WORK ORDER: Only some lines are wanted. Transcribe, exactly, the lines below from the line with "Two versions of" up to and including the line with "me_mesh part 2: 2".

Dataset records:
^^^^^^^^

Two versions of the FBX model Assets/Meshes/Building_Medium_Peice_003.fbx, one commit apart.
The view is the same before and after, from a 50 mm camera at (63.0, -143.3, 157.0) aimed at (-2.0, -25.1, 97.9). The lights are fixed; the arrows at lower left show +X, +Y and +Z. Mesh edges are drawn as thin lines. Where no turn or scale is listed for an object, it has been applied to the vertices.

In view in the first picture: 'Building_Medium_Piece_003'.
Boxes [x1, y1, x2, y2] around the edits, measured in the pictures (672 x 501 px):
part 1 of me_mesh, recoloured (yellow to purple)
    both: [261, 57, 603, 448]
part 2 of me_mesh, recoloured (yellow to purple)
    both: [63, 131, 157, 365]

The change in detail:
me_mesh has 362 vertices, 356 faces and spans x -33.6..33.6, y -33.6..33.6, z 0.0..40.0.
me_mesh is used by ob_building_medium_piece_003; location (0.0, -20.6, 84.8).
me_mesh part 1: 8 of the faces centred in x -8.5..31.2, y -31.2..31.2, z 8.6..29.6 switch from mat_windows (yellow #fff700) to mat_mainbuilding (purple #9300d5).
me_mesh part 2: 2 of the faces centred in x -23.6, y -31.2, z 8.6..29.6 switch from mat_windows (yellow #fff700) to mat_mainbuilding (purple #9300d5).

^^^^^^^^

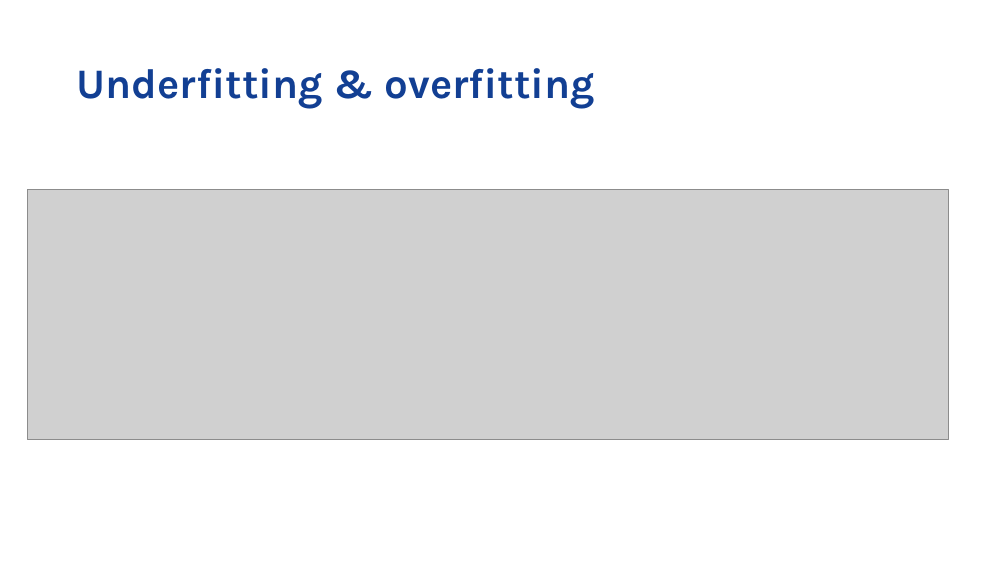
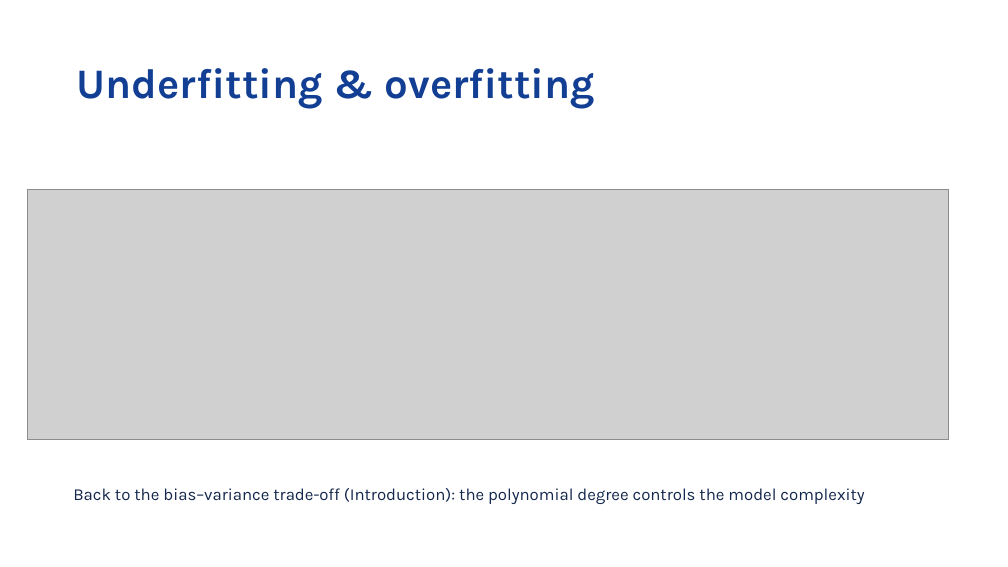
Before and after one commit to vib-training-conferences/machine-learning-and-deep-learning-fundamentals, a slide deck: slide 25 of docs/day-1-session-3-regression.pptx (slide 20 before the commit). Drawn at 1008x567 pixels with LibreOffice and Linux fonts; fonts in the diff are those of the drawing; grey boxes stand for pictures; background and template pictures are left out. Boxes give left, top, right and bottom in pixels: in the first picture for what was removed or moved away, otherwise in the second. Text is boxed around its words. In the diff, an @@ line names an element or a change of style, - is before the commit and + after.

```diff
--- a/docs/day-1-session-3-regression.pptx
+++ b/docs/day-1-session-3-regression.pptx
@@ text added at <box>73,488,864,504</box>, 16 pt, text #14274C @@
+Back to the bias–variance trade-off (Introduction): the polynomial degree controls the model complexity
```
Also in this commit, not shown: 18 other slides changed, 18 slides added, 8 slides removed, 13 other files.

^^^^^^^^

EXERCISE OUTPUT:
Two versions of the FBX model Assets/Meshes/Building_Medium_Peice_003.fbx, one commit apart.
The view is the same before and after, from a 50 mm camera at (63.0, -143.3, 157.0) aimed at (-2.0, -25.1, 97.9). The lights are fixed; the arrows at lower left show +X, +Y and +Z. Mesh edges are drawn as thin lines. Where no turn or scale is listed for an object, it has been applied to the vertices.

In view in the first picture: 'Building_Medium_Piece_003'.
Boxes [x1, y1, x2, y2] around the edits, measured in the pictures (672 x 501 px):
part 1 of me_mesh, recoloured (yellow to purple)
    both: [261, 57, 603, 448]
part 2 of me_mesh, recoloured (yellow to purple)
    both: [63, 131, 157, 365]

The change in detail:
me_mesh has 362 vertices, 356 faces and spans x -33.6..33.6, y -33.6..33.6, z 0.0..40.0.
me_mesh is used by ob_building_medium_piece_003; location (0.0, -20.6, 84.8).
me_mesh part 1: 8 of the faces centred in x -8.5..31.2, y -31.2..31.2, z 8.6..29.6 switch from mat_windows (yellow #fff700) to mat_mainbuilding (purple #9300d5).
me_mesh part 2: 2 of the faces centred in x -23.6, y -31.2, z 8.6..29.6 switch from mat_windows (yellow #fff700) to mat_mainbuilding (purple #9300d5).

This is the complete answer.